National Coming Out Day (NCOD) is an annual LGBT awareness day observed on October 11, to support anyone "coming out of the closet". First celebrated in the United States in 1988, the initial idea was grounded in the feminist and gay liberation spirit of the personal being political, and the emphasis on the most basic form of activism being coming out to family, friends and colleagues, and living life as an openly lesbian or gay person. The founders belief was that homophobia thrives in an atmosphere of silence and ignorance and that once people know that they have loved ones who are lesbian or gay, they are far less likely to maintain homophobic or oppressive views.

History
NCOD was inaugurated in 1988 by Robert Eichberg and Jean O'Leary. Eichberg, who died in 1995 of complications from AIDS, was a psychologist from New Mexico and the founder of the personal growth workshop "The Experience". O'Leary was an openly lesbian political leader and long-time activist from New York and was at the time the head of the National Gay Rights Advocates in Los Angeles. LGBT activists, including Eichberg and O'Leary, did not want to respond defensively to anti-LGBT action because they believed it would be predictable. This led them to establish NCOD to maintain positivity and celebrate coming out. The date of October 11 was chosen because it is the anniversary of the 1987 National March on Washington for Lesbian and Gay Rights.

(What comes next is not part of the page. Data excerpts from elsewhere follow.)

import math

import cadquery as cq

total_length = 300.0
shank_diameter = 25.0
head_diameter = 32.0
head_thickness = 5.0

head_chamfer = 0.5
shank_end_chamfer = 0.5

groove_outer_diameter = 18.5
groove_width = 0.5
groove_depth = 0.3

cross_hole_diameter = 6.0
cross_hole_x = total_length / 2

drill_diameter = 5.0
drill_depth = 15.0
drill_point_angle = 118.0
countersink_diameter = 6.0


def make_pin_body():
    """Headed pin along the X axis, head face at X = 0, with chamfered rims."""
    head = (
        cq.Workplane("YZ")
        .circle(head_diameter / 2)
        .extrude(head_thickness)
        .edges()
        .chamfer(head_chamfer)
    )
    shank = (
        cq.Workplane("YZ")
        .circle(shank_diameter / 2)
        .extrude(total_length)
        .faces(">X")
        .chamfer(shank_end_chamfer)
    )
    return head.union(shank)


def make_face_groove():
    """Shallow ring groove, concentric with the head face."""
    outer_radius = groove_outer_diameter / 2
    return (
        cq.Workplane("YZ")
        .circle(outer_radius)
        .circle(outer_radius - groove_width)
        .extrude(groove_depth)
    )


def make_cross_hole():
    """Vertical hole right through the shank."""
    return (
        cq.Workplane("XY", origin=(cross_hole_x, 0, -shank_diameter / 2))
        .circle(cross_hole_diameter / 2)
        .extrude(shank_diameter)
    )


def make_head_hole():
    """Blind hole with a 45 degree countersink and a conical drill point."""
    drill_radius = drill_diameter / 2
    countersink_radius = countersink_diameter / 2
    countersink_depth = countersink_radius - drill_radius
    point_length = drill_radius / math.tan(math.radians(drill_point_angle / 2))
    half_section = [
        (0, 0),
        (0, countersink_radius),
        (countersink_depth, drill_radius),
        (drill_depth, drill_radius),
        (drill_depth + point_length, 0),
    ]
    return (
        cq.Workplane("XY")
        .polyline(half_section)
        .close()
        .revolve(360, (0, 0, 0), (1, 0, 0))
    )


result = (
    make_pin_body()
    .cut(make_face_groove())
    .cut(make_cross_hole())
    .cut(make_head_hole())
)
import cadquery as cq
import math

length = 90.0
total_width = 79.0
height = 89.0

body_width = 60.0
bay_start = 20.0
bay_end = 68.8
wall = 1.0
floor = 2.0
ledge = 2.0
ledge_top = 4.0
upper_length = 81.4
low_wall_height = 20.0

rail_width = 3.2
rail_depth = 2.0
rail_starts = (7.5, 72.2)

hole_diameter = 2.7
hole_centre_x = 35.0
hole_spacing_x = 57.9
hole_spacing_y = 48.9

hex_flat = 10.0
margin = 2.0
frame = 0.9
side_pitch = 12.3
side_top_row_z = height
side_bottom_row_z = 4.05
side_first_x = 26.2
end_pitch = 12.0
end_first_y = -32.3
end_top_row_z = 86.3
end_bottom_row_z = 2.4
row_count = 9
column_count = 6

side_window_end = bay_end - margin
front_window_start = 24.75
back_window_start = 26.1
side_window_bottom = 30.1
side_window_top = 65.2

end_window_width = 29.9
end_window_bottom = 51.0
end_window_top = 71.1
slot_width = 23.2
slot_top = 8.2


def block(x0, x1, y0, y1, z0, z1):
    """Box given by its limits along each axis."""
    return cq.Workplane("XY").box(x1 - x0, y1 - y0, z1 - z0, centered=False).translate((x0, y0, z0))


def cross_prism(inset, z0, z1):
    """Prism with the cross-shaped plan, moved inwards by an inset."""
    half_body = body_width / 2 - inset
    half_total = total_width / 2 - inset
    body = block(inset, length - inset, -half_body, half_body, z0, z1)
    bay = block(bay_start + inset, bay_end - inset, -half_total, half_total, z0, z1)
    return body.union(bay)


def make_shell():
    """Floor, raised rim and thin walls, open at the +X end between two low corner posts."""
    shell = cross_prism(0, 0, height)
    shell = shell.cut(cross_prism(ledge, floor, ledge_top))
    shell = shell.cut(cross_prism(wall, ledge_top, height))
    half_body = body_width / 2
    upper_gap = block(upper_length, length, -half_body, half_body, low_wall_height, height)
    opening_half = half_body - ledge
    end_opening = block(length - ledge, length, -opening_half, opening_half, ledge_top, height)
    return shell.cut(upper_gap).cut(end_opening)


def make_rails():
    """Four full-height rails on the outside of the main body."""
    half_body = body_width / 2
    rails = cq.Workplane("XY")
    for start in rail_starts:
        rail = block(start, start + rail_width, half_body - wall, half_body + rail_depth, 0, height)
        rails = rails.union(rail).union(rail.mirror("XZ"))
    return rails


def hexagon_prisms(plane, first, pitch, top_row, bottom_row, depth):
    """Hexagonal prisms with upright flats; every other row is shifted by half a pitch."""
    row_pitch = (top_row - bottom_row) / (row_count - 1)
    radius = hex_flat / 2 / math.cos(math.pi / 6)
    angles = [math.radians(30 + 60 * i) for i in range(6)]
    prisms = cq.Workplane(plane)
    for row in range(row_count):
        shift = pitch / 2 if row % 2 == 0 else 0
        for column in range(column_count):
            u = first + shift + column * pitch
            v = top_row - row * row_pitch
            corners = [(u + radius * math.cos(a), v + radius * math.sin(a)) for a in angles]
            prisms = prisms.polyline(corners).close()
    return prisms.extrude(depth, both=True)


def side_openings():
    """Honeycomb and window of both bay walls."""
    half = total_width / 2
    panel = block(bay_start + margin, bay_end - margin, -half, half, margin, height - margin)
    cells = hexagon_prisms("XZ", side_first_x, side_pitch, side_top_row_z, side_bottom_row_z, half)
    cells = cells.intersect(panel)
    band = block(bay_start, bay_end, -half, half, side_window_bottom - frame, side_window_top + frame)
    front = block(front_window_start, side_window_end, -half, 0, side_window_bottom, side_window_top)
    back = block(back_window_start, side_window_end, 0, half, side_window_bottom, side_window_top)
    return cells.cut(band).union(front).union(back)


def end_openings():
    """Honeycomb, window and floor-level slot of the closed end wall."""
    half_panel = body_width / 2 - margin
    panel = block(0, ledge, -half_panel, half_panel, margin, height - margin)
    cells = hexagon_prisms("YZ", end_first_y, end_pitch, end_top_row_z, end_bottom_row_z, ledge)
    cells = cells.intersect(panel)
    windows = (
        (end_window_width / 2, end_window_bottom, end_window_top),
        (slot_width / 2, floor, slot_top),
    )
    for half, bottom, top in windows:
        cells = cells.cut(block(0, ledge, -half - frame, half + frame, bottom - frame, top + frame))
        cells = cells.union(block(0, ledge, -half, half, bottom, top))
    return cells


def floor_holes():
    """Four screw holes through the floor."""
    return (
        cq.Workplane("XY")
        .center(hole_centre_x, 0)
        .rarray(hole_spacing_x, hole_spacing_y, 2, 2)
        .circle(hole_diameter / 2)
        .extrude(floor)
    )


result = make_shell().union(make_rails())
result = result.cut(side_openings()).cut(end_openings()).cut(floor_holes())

Most people think they don't know anyone gay or lesbian, and in fact, everybody does. It is imperative that we come out and let people know who we are and disabuse them of their fears and stereotypes.
– Robert Eichberg, in 1993

Initially administered from the West Hollywood offices of the National Gay Rights Advocates, the first NCOD received participation from eighteen states, garnering national media coverage. In its second year, NCOD headquarters moved to Santa Fe, New Mexico, and participation grew to 21 states. After a media push in 1990, NCOD was observed in all 50 states and seven other countries. Participation continued to grow and in 1990 NCOD merged their efforts with the Human Rights Campaign.

Observance
National Coming Out Day is observed annually to celebrate coming out and to raise awareness of the LGBT community and civil rights movement. The first decades of observances were marked by private and public people coming out, often in the media, to raise awareness and let the mainstream know that everyone knows at least one person who is lesbian or gay. In recent years, the day has been more of a holiday because coming out as LGBT is far less risky in most Western countries. Participants often wear pride symbols such as pink triangles and rainbow flags.

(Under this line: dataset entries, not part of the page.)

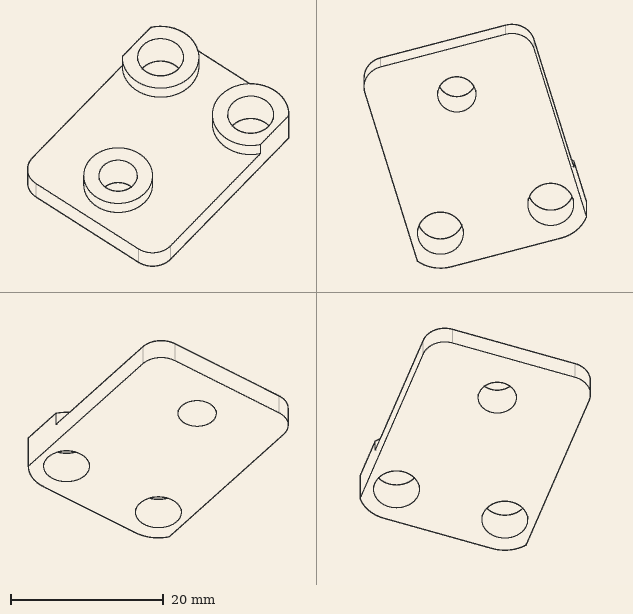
import cadquery as cq
import math

width = 23.0
length = 30.0
plate_thickness = 3.0
total_height = 5.0
front_corner_radius = 3.0

back_boss_radius = 5.0
back_hole_diameter = 6.0
back_boss_x = 7.5
back_boss_y = length / 2 - back_boss_radius

front_boss_diameter = 9.0
front_hole_diameter = 5.0
front_boss_edge_distance = 6.5
front_boss_y = front_boss_edge_distance - length / 2

half_width = width / 2
half_length = length / 2


def outline_prism(height):
    """Plate outline: rounded front corners, back corners following the back bosses."""
    side_offset = half_width - back_boss_x
    side_end_y = back_boss_y + math.sqrt(back_boss_radius**2 - side_offset**2)
    corner_x = half_width - front_corner_radius
    corner_y = front_corner_radius - half_length
    return (
        cq.Workplane("XY")
        .moveTo(-corner_x, -half_length)
        .lineTo(corner_x, -half_length)
        .radiusArc((half_width, corner_y), -front_corner_radius)
        .lineTo(half_width, side_end_y)
        .radiusArc((back_boss_x, half_length), -back_boss_radius)
        .lineTo(-back_boss_x, half_length)
        .radiusArc((-half_width, side_end_y), -back_boss_radius)
        .lineTo(-half_width, corner_y)
        .radiusArc((-corner_x, -half_length), -front_corner_radius)
        .close()
        .extrude(height)
    )


def cylinder(x, y, diameter):
    """Full-height cylinder, used for both bosses and through holes."""
    return cq.Workplane("XY").center(x, y).circle(diameter / 2).extrude(total_height)


bosses = [
    (-back_boss_x, back_boss_y, 2 * back_boss_radius, back_hole_diameter),
    (back_boss_x, back_boss_y, 2 * back_boss_radius, back_hole_diameter),
    (0, front_boss_y, front_boss_diameter, front_hole_diameter),
]

result = outline_prism(plate_thickness)
envelope = outline_prism(total_height)
for x, y, boss_diameter, hole_diameter in bosses:
    result = result.union(cylinder(x, y, boss_diameter).intersect(envelope))
    result = result.cut(cylinder(x, y, hole_diameter))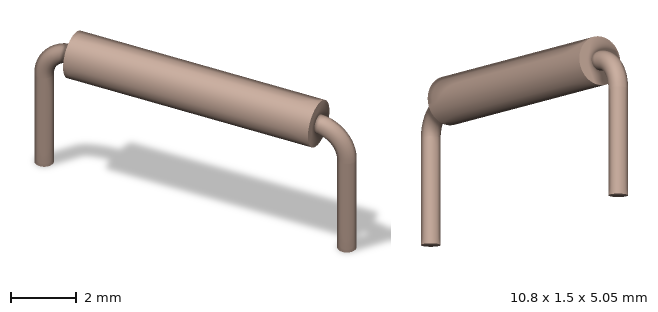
import cadquery as cq

wire_diameter = 0.6
body_diameter = 1.5
body_length = 8.25
lead_pitch = 10.2
bend_radius = 1.0
leg_length = 3.3

axis_height = leg_length + bend_radius
leg_x = lead_pitch / 2
bend_start_x = leg_x - bend_radius


def make_body():
    """Cylindrical body along X, starting where the -X bend meets the wire axis line."""
    return (
        cq.Workplane("YZ", origin=(-bend_start_x, 0, axis_height))
        .circle(body_diameter / 2)
        .extrude(body_length)
    )


def make_wire():
    """Round wire through the body, bent down into a leg at each end."""
    path = (
        cq.Workplane("XZ")
        .moveTo(-leg_x, 0)
        .lineTo(-leg_x, leg_length)
        .radiusArc((-bend_start_x, axis_height), bend_radius)
        .lineTo(bend_start_x, axis_height)
        .radiusArc((leg_x, leg_length), bend_radius)
        .lineTo(leg_x, 0)
    )
    return (
        cq.Workplane("XY", origin=(-leg_x, 0, 0))
        .circle(wire_diameter / 2)
        .sweep(path)
    )


result = make_body().union(make_wire())

National Coming Out Day is also observed in Ireland, Switzerland, the Netherlands and the United Kingdom. In the United States, the Human Rights Campaign sponsors NCOD events under the auspices of their National Coming Out Project, offering resources to LGBT individuals, couples, parents, and children, as well as straight friends and relatives, to promote awareness of LGBT families living honest and open lives. Candace Gingrich became the spokesperson for NCOD in April 1995. From 1999 to 2014, the Human Rights Campaign announced a theme to go with each NCOD:

 1999: Come Out to Congress
 2000: Think it O-o-ver (Who Will Pick the New Supremes?)
 2001: An Out Odyssey 
 2002: Being Out Rocks!
 2003: It's a Family Affair
 2004: Come Out. Speak Out. Vote. 
 2005–2007: Talk About It
 2009: Conversations from the Heart
 2010–2011: Coming Out for Equality
 2012: Come Out. Vote.
 2013–2014: Coming Out Still Matters

Perspectives on "coming out" 
Radical feminist poet and author Adrienne Rich, in her 1980 essay "Compulsory Heterosexuality and Lesbian Existence", suggests that the need to come out stems from the pressure to adhere to heterosexuality from birth, or compulsory heterosexuality. Rich uses the example that heterosexual people never have to come out as heterosexual, and that societal support of heterosexuality as the norm leads to homosexuality being viewed as an anomaly. She explores how the oppressive, ubiquitous nature of compulsory heterosexuality has historically resulted in many lesbians either never realizing their true nature or not discovering their orientation until later in life.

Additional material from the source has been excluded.